Há um autor a que volto muitas vezes, Henry Miller. Já aqui o mencionei por diversas vezes. Numa pilha de livros acumulados na "mesinha de cabeceira", um objecto delicioso em vias de extinção ( é "politicamente correcto" dormir rente ao chão), descobri esta manhã Viragem aos Oitenta, numa tradução da Fenda. Apetecia-me reproduzir o texto todo. Não é o sumário de uma vida, mas pode ser uma pequena gramática da existência. Sólido, gracioso, insolente e perturbador, Miller é um dos grandes escritores do século XX, um homem cosmopolita e uma alma verdadeiramente livre. Não vai ser fácil comprendê-lo neste "novo" e já precocemente envelhecido milénio.
Se é jovem em anos mas já cansado em espírito, já a caminho de se transformar num autómato, pode fazer-lhe bem dizer ao seu chefe - entredentes, claro - "Vai-te foder, Jack! Tu não és o meu dono". Se você consegue assobiar, se se excita com um rabo atraente ou um lindo par de mamas, se consegue apaixonar-se uma e outra vez, se consegue perdoar aos seus pais o crime de o terem trazido ao mundo, se está satisfeito por não ir a lado nenhum, viver cada dia à medida que vem, se consegue perdoar e esquecer, se consegue evitar tornar-se azedo, rabugento, amargo e cínico, homem, você já tem meio caminho andado!
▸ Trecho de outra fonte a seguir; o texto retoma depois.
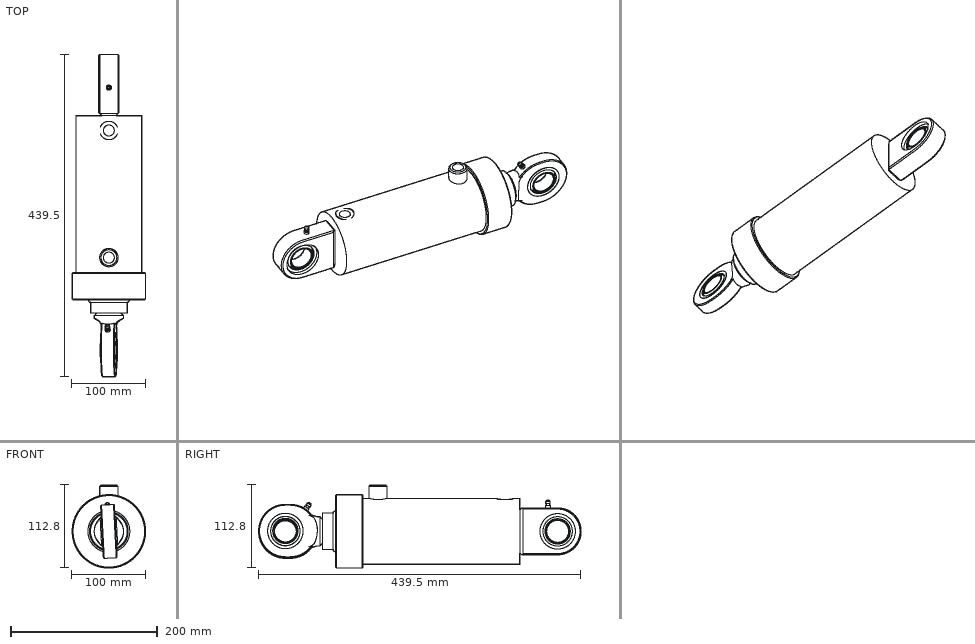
import cadquery as cq
import math


barrel_diameter = 90.0
barrel_length = 213.5
gland_diameter = 100.0
gland_length = 37.5
gland_chamfer = 1.5
collar_base_diameter = 57.0
collar_tip_diameter = 52.5
collar_length = 3.5

port_diameter = 25.0
port_hole_diameter = 15.0
port_hole_depth = 13.0
drill_point_angle = 118.0
rear_port_y = -20.0
rear_port_floor_z = 43.5
front_port_y = -193.0
front_port_top_z = 62.8
front_port_chamfer = 1.8

rod_diameter = 50.0
rod_length_beyond_collar = 14.5

bearing_bore = 30.0
bearing_outer_diameter = 47.0
bearing_ring_width = 18.0
bearing_ring_bore = 40.0
ball_diameter = 41.0
ball_width = 22.0
ball_bore_chamfer = 1.0
bearing_seat_diameter = 48.5

rear_eye_height = 64.0
rear_eye_width = 28.0
rear_eye_centre_y = 51.5
rear_eye_edge_chamfer = 1.8
weld_bevel_length = 4.5
weld_bevel_height = 2.5

rod_eye_height = 73.0
rod_eye_width = 19.0
rod_eye_flat_length = 6.5
rod_eye_edge_chamfer = 1.5
rod_eye_tilt = 3.0
rod_eye_to_rod = 50.5
shoulder_diameter = 40.0
shoulder_chamfer = 3.5
shoulder_length = 7.0
neck_length = 11.0
neck_end_diameter = 46.5
neck_slope_length = 3.5
neck_slope_end_width = 27.0

nipple_base_diameter = 7.0
nipple_base_height = 3.0
nipple_neck_diameter = 5.0
nipple_neck_height = 2.5
nipple_head_diameter = 6.0
nipple_head_height = 3.0
nipple_tip_diameter = 2.9
nipple_tip_height = 1.8
nipple_root = 2.0
rear_nipple_y = 38.0
rod_nipple_angle = 35.0

gland_front_y = -barrel_length - gland_length
collar_front_y = gland_front_y - collar_length
rod_front_y = collar_front_y - rod_length_beyond_collar
rod_eye_centre_y = rod_front_y - rod_eye_to_rod
rod_eye_back_y = rod_eye_centre_y + rod_eye_flat_length


def turned(profile):
    """Solid turned about the Y axis from (radius, y) points."""
    return cq.Workplane("XY").polyline(profile).close().revolve(360, (0, 0, 0), (0, 1, 0))


def disc_along_x(diameter, width, y):
    """Cylinder along X, centred on X = 0."""
    return cq.Workplane("YZ").center(y, 0).circle(diameter / 2).extrude(width / 2, both=True)


def drilled_hole(y, top_z):
    """Blind port hole going down from top_z and ending in a drill point."""
    radius = port_hole_diameter / 2
    point_height = radius / math.tan(math.radians(drill_point_angle / 2))
    profile = [
        (0, top_z),
        (radius, top_z),
        (radius, top_z - port_hole_depth),
        (0, top_z - port_hole_depth - point_height),
    ]
    hole = cq.Workplane("XZ").polyline(profile).close().revolve(360, (0, 0, 0), (0, 1, 0))
    return hole.translate((0, y, 0))


def spherical_bearing(y):
    """Ball bulging into an outer ring about the X axis, leaving a narrow groove on each side."""
    ball_radius = ball_diameter / 2
    bore_radius = bearing_bore / 2
    ball_half = ball_width / 2
    ball_face_radius = math.sqrt(ball_radius**2 - ball_half**2)
    ball = (
        cq.Workplane("XY")
        .moveTo(-ball_half + ball_bore_chamfer, bore_radius)
        .lineTo(ball_half - ball_bore_chamfer, bore_radius)
        .lineTo(ball_half, bore_radius + ball_bore_chamfer)
        .lineTo(ball_half, ball_face_radius)
        .threePointArc((0, ball_radius), (-ball_half, ball_face_radius))
        .lineTo(-ball_half, bore_radius + ball_bore_chamfer)
        .close()
        .revolve(360, (0, 0, 0), (1, 0, 0))
    )
    ring = (
        disc_along_x(bearing_outer_diameter, bearing_ring_width, 0)
        .cut(disc_along_x(bearing_ring_bore, bearing_ring_width, 0))
    )
    return ball.union(ring).translate((0, y, 0))


def with_bearing(eye, width, y):
    """Opens the bearing seat through an eye and fits the bearing in its middle."""
    seat_depth = (width - bearing_ring_width) / 2
    eye = eye.cut(disc_along_x(bearing_outer_diameter, width, y))
    for side in (-1, 1):
        seat = disc_along_x(bearing_seat_diameter, seat_depth, y)
        eye = eye.cut(seat.translate((side * (width - seat_depth) / 2, 0, 0)))
    return eye.union(spherical_bearing(y))


def grease_nipple():
    """Nipple along +Z with its seat at Z = 0 and a root below the seat."""
    base_top = nipple_base_height
    neck_top = base_top + nipple_neck_height
    head_top = neck_top + nipple_head_height
    tip_top = head_top + nipple_tip_height
    profile = [
        (0, -nipple_root),
        (nipple_base_diameter / 2, -nipple_root),
        (nipple_base_diameter / 2, base_top),
        (nipple_neck_diameter / 2, base_top),
        (nipple_neck_diameter / 2, neck_top),
        (nipple_head_diameter / 2, neck_top),
        (nipple_head_diameter / 2, head_top),
        (nipple_tip_diameter / 2, tip_top),
        (0, tip_top),
    ]
    return cq.Workplane("XZ").polyline(profile).close().revolve(360, (0, 0, 0), (0, 1, 0))


def make_barrel():
    """Barrel with its gland, wiper collar and two oil ports."""
    gland_radius = gland_diameter / 2
    barrel = turned([
        (0, 0),
        (barrel_diameter / 2, 0),
        (barrel_diameter / 2, -barrel_length),
        (gland_radius - gland_chamfer, -barrel_length),
        (gland_radius, -barrel_length - gland_chamfer),
        (gland_radius, gland_front_y + gland_chamfer),
        (gland_radius - gland_chamfer, gland_front_y),
        (collar_base_diameter / 2, gland_front_y),
        (collar_tip_diameter / 2, collar_front_y),
        (0, collar_front_y),
    ])
    boss = (
        cq.Workplane("XY")
        .center(0, front_port_y)
        .circle(port_diameter / 2)
        .extrude(front_port_top_z)
        .faces(">Z")
        .chamfer(front_port_chamfer)
    )
    spotface = (
        cq.Workplane("XY", origin=(0, rear_port_y, rear_port_floor_z))
        .circle(port_diameter / 2)
        .extrude(barrel_diameter / 2)
    )
    barrel = barrel.union(boss).cut(spotface)
    barrel = barrel.cut(drilled_hole(front_port_y, front_port_top_z))
    barrel = barrel.cut(drilled_hole(rear_port_y, rear_port_floor_z))
    return barrel.cut(make_rod())


def make_rod():
    """Plain rod reaching back through the collar and the gland."""
    return turned([
        (0, -barrel_length),
        (rod_diameter / 2, -barrel_length),
        (rod_diameter / 2, rod_front_y),
        (0, rod_front_y),
    ])


def make_rear_eye():
    """Round-ended eye standing on the rear face of the barrel, bevelled at its foot."""
    half_height = rear_eye_height / 2
    eye = (
        cq.Workplane("YZ")
        .moveTo(0, -half_height)
        .lineTo(rear_eye_centre_y, -half_height)
        .threePointArc((rear_eye_centre_y + half_height, 0), (rear_eye_centre_y, half_height))
        .lineTo(0, half_height)
        .close()
        .extrude(rear_eye_width / 2, both=True)
        .faces("<X or >X")
        .edges("not <Y")
        .chamfer(rear_eye_edge_chamfer)
    )
    half_width = rear_eye_width / 2
    for side in (-1, 1):
        side_bevel = (
            cq.Workplane("XY")
            .polyline([
                (side * half_width, 0),
                (side * (half_width - weld_bevel_length), 0),
                (side * half_width, weld_bevel_length),
            ])
            .close()
            .extrude(rear_eye_height, both=True)
        )
        end_bevel = (
            cq.Workplane("YZ")
            .polyline([
                (0, side * half_height),
                (0, side * (half_height - weld_bevel_height)),
                (weld_bevel_height, side * half_height),
            ])
            .close()
            .extrude(rear_eye_width, both=True)
        )
        eye = eye.cut(side_bevel).cut(end_bevel)
    nipple = grease_nipple().translate((0, rear_nipple_y, half_height))
    return with_bearing(eye.union(nipple), rear_eye_width, rear_eye_centre_y)


def make_rod_eye():
    """Oval eye with a turned shoulder, tilted about the rod axis."""
    radius = rod_eye_height / 2
    half_width = rod_eye_width / 2
    slab = (
        cq.Workplane("YZ")
        .center((rod_eye_centre_y + rod_eye_back_y) / 2, 0)
        .slot2D(rod_eye_height + rod_eye_flat_length, rod_eye_height)
        .extrude(half_width, both=True)
        .faces("<X or >X")
        .chamfer(rod_eye_edge_chamfer)
    )
    shoulder_radius = shoulder_diameter / 2
    shoulder_front_y = rod_front_y - shoulder_length
    neck_front_y = shoulder_front_y - neck_length
    neck = turned([
        (0, rod_front_y),
        (shoulder_radius - shoulder_chamfer, rod_front_y),
        (shoulder_radius, rod_front_y - shoulder_chamfer),
        (shoulder_radius, shoulder_front_y),
        (neck_end_diameter / 2, neck_front_y),
        (0, neck_front_y),
    ])
    slope_end_x = neck_slope_end_width / 2
    slope_end_y = shoulder_front_y - neck_slope_length
    hollow_front_y = neck_front_y - neck_slope_length
    for side in (-1, 1):
        hollow = (
            cq.Workplane("XY")
            .moveTo(side * half_width, hollow_front_y)
            .lineTo(side * half_width, neck_front_y)
            .tangentArcPoint((side * slope_end_x, slope_end_y), relative=False)
            .lineTo(side * shoulder_radius, shoulder_front_y)
            .lineTo(side * neck_end_diameter, shoulder_front_y)
            .lineTo(side * neck_end_diameter, hollow_front_y)
            .close()
            .extrude(neck_end_diameter, both=True)
        )
        neck = neck.cut(hollow)
    eye = slab.union(neck)

    lean = math.radians(rod_nipple_angle)
    nipple = (
        grease_nipple()
        .rotate((0, 0, 0), (1, 0, 0), -rod_nipple_angle)
        .translate((0, rod_eye_back_y + radius * math.sin(lean), radius * math.cos(lean)))
    )
    eye = with_bearing(eye.union(nipple), rod_eye_width, rod_eye_centre_y)
    return eye.rotate((0, 0, 0), (0, 1, 0), -rod_eye_tilt)


barrel = make_barrel()
rod = make_rod()
rear_eye = make_rear_eye()
rod_eye = make_rod_eye()

result = cq.Compound.makeCompound([barrel.val(), rod.val(), rear_eye.val(), rod_eye.val()])

São as pequenas coisas que contam, não a fama, o êxito ou a riqueza. No topo, há muito pouco espaço enquanto que em baixo há muitos como você, não há enchentes nem ninguém para o provocar. Não pense, nem por um momento, que a vida de um génio é feliz. Longe disso. Seja grato por ser ninguém. (...) Com raras excepções, as pessoas não se desenvolvem nem evoluem; o carvalho permanece um carvalho, o porco um porco e o asno um asno. (...) Tudo o que realmente temos é o presente, embora poucos o vivamos. Não sou pessimista nem optimista. para mim o mundo não é nem isto nem aquilo mas todas as coisas simultaneamente, e a cada um segundo a sua visão. (...)
Verdadeiramente decrépitas, cadáveres ambulantes, por assim dizer, são as pessoas de meia idade, os homens e as mulheres da classe média que estão presos nas suas rotinas confortáveis e julgam que o status quo durará para sempre ou então têm tanto medo de que assim não seja que já se retiraram para os seus abrigos mentais enquanto esperam a catástrofe. (...)
O que aflitivamente falta no mundo actual é grandeza, beleza, amor, compaixão e liberdade. O tempo dos grandes indivíduos, dos grandes líderes e dos grandes pensadores já passou. No seu lugar estamos a criar embriões de monstros, assassinos, terroristas: a violência, a crueldade e a hipocrisia parecem inatas. (...)
Quem se leva a sério está condenado.